Friday, October 4, 2013

G protein-coupled lysophosphatidic acid receptors stimulate proliferation of colon cancer cells through the beta-catenin pathway
By: Ming Yang, Wendy W Zhong, Neelam Srivastava, Anthony Slavin, Jianxin Yang, Timothy Hoey and Songzhu An

Background: G coupled protein receptors LPA1, LPA2, and LPA3 have been shown to mediate lysophosphatidic acid stimulation, which is associated with the proliferation of colon cancer cells.  Two important oncogenic transformation genes related to colorectal cancer proliferation are c-myc and cyclin D1; both in which can be transcribed as a result of the beta-catenin pathway.  It has been observed that with the inhibition of beta-catenin degradation a nuclear summation of beta-catenin leads to increased levels of these deadly oncogenic proteins.  However, the mechanism in which LPA stimulation was involved with both the colorectal cancer proliferation and the beta-catenin pathway were both unknown.

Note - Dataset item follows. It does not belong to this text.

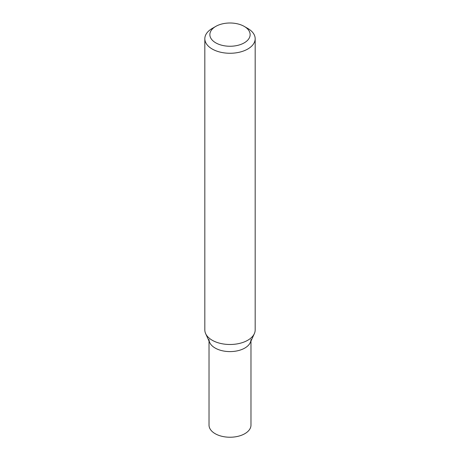 <?xml version="1.0" encoding="UTF-8"?>
<svg xmlns="http://www.w3.org/2000/svg" width="460" height="460" viewBox="0 0 460 460"><rect width="100%" height="100%" fill="white"/><g stroke="black" fill="none" stroke-linecap="round" stroke-linejoin="round"><path stroke-width="0.69" d="M212.204 28.462L215.763 26.404A20.137 11.626 -0 0 0 215.763 42.849A20.137 11.626 -0 0 0 244.237 42.849A20.137 11.626 -0 0 0 244.237 26.404A20.137 11.626 -0 0 0 215.763 26.404L212.204 28.462A25.173 14.53 180 0 0 204.827 38.738L204.827 329.958A25.173 14.53 180 0 0 205.654 333.649A25.173 14.53 180 0 0 223.428 343.988A25.173 14.53 180 0 0 247.796 340.233A25.173 14.53 180 0 0 254.345 333.649A25.173 14.53 180 0 0 255.173 329.958L255.173 38.738A25.173 14.53 180 0 1 247.796 49.013A25.173 14.53 180 0 1 220.369 52.164A25.173 14.53 180 0 1 204.827 38.738M254.345 333.649L250.286 342.568A20.976 12.109 180 0 1 244.835 348.053A20.976 12.109 180 0 1 224.52 351.175A20.976 12.109 180 0 1 209.714 342.568L205.654 333.649M244.237 26.404L247.796 28.462A25.173 14.53 180 0 1 255.173 38.738M209.024 341.05L209.024 425.12A20.976 12.109 -0 0 0 215.165 433.688A20.976 12.109 -0 0 0 238.027 436.31A20.976 12.109 -0 0 0 250.976 425.12L250.976 341.05M209.024 339.486A20.976 12.109 -0 0 0 215.165 348.053A20.976 12.109 -0 0 0 238.027 350.675A20.976 12.109 -0 0 0 250.976 339.486"/></g></svg>

Objective: Using HCT116 and LS174T adenocarcinoma cell lines, it was sought to identify which LPA receptors were responsible for colorectal cancer cell proliferation, and what mechanism was induced during this process.

Results:

  • With the treatment of LPA to HCT116 and LS174T cells, colon cancer cells underwent proliferation in a dose dependent response over a concentration titration of  .01 micromolar-1.0micromolar LPA.  Cells were then analysed for the expression of LPA1, LPA2, and LPA3 mRNA, revealing significant levels of only LPA2 and LPA3, not LPA1.
  • HCT116 and LS174T cells were than transfected with siRNA of LPA2 and LPA3 showing a direct decrease in cell proliferation and tumor volume. Beta-catenin siRNA similarly reduced colon cell proliferation, even though the treated cells were induced with LPA, corresponding to the belief that LPA induction stimulates the beta-catenin pathway increasing colon cancer growth.  
  •  It was then shown with Western Blot analysis that when induced with LPA the phosphorylation of GSK3beta via cPKC, a multicomplex protein that stabalizes beta-catenin and prevents degradation, increases drastically.  From this it was deduced that the phosophorylation of GSK3beta was one of the ways that LPA stimulated the beta-catenin pathway.
  • Lastly, the activation of the beta-catenin pathway via both LPA2 and LPA3 was research.  It was found using siRNA knockdowns for both receptors that both were efficient in increasing the beta-catenin pathway, which further increased the proliferation of both HCT116 and LS174T colorectal cancer cells.